Plant bioengineering is accomplished through recombinant DNA technology, through which the DNA segments that comprise a desirable gene from bacteria, for example, are inserted (recombined) permanently into the DNA of an entirely different organism—in this case, a plant. Scientists using recombinant techniques have created insect- and herbicide-resistant crops by taking genes from bacteria and transferring them to corn and soybeans. To develop Golden Rice, they recombined genes and DNA regulatory segments from daffodils, peas, viruses, and bacteria to induce rice to make beta-carotene in its endosperm—the white, starchy part of the grain. Rice, like all grains, consists of three principal parts: a surrounding sheath of nutrient-rich bran, an inner endosperm containing starch and a little protein, and an embryo, which draws on the energy and nutrients in the grain when it begins to grow into a plant (see figure 13). Rice makes small amounts of beta-carotene in its bran layers, but not in the endosperm. Most people just eat the endosperm, however, because millers remove the bran layers when they convert brown rice to white rice (which is why white rice in the United States is enriched with several vitamins and iron).

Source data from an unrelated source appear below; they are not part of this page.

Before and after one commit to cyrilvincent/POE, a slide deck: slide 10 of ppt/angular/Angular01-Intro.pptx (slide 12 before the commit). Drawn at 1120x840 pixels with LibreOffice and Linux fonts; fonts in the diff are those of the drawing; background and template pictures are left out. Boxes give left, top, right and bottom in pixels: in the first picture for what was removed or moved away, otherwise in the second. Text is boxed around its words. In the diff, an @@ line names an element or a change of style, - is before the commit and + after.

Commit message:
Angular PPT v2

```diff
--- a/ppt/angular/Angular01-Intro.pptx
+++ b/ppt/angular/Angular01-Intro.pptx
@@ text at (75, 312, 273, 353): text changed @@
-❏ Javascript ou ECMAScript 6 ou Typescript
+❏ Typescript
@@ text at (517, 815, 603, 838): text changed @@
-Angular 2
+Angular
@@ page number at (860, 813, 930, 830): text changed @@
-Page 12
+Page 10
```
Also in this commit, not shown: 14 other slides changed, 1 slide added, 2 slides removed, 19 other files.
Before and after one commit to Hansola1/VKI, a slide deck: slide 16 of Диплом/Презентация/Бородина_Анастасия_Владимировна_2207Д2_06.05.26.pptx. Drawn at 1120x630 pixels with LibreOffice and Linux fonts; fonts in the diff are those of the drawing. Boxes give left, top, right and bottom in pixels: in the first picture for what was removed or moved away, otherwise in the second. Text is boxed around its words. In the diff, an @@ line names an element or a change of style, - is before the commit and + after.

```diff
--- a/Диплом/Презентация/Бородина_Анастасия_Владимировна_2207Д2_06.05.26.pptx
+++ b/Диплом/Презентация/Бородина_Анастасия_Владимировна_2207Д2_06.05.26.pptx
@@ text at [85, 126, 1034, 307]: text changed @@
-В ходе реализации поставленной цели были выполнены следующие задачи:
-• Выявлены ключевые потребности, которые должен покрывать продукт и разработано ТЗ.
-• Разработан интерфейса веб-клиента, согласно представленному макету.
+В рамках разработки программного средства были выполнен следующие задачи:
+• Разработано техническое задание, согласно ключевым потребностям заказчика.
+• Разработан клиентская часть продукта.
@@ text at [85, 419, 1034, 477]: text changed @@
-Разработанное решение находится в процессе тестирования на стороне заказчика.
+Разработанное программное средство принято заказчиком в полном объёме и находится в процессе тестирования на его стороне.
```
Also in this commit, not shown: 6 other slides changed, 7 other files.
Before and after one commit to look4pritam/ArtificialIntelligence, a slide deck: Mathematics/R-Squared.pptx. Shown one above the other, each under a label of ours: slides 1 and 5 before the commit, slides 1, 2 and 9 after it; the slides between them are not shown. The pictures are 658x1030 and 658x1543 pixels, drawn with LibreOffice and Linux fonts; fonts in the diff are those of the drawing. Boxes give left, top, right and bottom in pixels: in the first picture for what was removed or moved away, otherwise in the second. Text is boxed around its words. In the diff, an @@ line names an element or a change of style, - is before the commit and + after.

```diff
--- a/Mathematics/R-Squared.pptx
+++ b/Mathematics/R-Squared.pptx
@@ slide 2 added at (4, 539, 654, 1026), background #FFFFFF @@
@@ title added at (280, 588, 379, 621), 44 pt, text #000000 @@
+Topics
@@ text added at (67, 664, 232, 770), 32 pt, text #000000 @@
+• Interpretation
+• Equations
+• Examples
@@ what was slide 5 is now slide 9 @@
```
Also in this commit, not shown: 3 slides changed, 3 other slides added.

FIGURE 13. The metabolic steps through which plants make beta-carotene from precursor molecules, and animals convert beta-carotene to vitamin A. An enzyme carries out each step. Rice bran contains information for the complete set of enzymes to make beta-carotene, but some enzymes are inactive in the endosperm. To create Golden Rice, scientists obtain genes (DNA) for the missing enzymes from other plants and bacteria and insert them into the DNA of rice (see tables 12 and 16, pages 158 and 280).